Herausragende Werke findet man in der Schau selten. Eines der schönsten Exponate hängt gleich zu Beginn der Ausstellung. Es ist ein Porträt des Kardinals Bernardo Dovizi da Bibbiena - gemalt von keinem geringeren als von Raffael. Der Medici-Papst Leo X., Sohn Lorenzo il Magnificos, sah in dem jungen Raffaello aus Urbino die Verkörperung seiner humanistischen Ideale und überhäufte ihn mit Aufträgen. Das in der Ausstellung präsentierte Bild zeichnet sich durch farbliche und formale Reduktion, einen klaren Bildaufbau und eine sensible, psychologische Darstellung des Kardinals aus. Bibbiena war einer der führenden Humanisten Italiens und Lehrer des späteren Papstes Leo. Er hatte enge Beziehungen zu Raffael, wollte ihn mit seiner Nichte Maria Dovizi verheiraten - doch diese starb vor der Hochzeit.
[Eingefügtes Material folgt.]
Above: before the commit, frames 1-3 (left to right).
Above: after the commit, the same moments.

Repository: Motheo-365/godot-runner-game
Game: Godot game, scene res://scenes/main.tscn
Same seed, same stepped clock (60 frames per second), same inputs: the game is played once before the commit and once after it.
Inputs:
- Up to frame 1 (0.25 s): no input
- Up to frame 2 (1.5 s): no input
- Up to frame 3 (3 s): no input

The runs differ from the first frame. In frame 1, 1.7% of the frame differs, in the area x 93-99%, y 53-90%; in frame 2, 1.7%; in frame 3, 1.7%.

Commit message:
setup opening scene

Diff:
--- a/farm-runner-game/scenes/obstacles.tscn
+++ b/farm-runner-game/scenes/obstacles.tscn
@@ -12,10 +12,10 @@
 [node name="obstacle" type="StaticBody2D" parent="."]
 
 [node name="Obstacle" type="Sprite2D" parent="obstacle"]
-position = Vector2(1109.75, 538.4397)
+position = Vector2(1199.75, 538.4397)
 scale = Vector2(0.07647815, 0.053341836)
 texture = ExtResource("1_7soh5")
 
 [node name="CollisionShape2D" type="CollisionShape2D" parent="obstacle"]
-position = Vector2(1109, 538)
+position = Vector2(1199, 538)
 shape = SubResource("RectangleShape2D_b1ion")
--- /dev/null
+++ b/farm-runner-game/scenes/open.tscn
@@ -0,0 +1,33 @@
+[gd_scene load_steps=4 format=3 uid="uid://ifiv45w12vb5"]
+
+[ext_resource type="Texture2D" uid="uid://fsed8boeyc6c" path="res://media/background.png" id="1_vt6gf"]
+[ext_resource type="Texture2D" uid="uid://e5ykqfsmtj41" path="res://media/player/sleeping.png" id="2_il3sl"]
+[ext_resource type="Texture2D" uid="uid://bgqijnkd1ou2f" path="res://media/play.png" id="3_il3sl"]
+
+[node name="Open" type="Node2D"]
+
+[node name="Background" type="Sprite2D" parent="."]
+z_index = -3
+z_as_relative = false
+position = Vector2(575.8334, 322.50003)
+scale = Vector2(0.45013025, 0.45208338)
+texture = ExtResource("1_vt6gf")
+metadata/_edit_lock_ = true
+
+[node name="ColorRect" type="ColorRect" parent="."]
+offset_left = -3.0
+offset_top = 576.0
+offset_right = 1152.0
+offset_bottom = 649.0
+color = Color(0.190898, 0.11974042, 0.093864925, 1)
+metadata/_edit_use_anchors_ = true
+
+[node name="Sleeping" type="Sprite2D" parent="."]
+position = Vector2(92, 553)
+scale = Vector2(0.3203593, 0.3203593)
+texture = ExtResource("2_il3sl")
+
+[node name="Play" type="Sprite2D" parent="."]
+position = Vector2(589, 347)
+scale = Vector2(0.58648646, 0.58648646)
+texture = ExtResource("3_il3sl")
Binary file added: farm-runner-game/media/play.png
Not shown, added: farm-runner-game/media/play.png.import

Bibbiena gilt als Verfasser des ersten in italienischer Prosa geschriebenen Theaterstücks "La Calandria" Länger stehen bleibt man auch bei einem lebendigen Bild mit dem Titel "Der Friede". Eine Frau mit nacktem Oberkörper, die großzügige Bildkomposition mit der Betonung der Diagonale und eine ungewöhnliche Farbigkeit lassen sofort erkennen, daß es sich um kein Porträt der Medici-Familie handeln kann. Es ist eine nicht uninteressante allegorische Darstellung des bisher wenig beachteten Barockmalers Simone Pignoni.

Im Umfeld der Porträtanhäufung fallen Kleinplastiken wie die "Venus nach dem Bade" von Giambologna einprägsam auf. Die bronzene Kleinstatue des manieristischen Bildhauers stammt jedoch ohnehin aus dem Bestand der Wiener Kunstkammer. An die 90 Arbeiten wurden für die Wiener Schau aus Eigenbeständen ergänzend zu den bereits in der Münchner Hypo-Kunsthalle gezeigten Werken hinzugefügt. In Erinnerung bleibt eine weitere manieristische Kleinskulptur: Benventuo Cellinis mythologische Statuette "Ganymed" aus dem Bargello in Florenz gehört in ihrer Leichtigkeit und Eleganz zu den besten Objekten.

Sehenswert sind auch einige kunsthandwerkliche Leihgaben aus dem "Museo degli Argenti": etwa die Lapislazuli-Schalen im florentinischen Stil - Meisterwerke aus den Werkstätten toskanischer Edelsteinschneider. Insgesamt aber enttäuscht die Ausstellung ein wenig. Dies liegt an der Konzentration auf die Personendarstellungen, am Fehlen künstlerisch hochkarätiger Werke, an der wenig aufregenden Konzeption und der unzeitgemäßen Ausstellungsgestaltung. Eine Reise nach Florenz bleibt immer noch als Alternative.

Bis 6. Juni 1999.

Kunsthistorisches Museum im Palais Harrach, 1010 Wien, Freyung 3, täglich 10 bis 18 Uhr.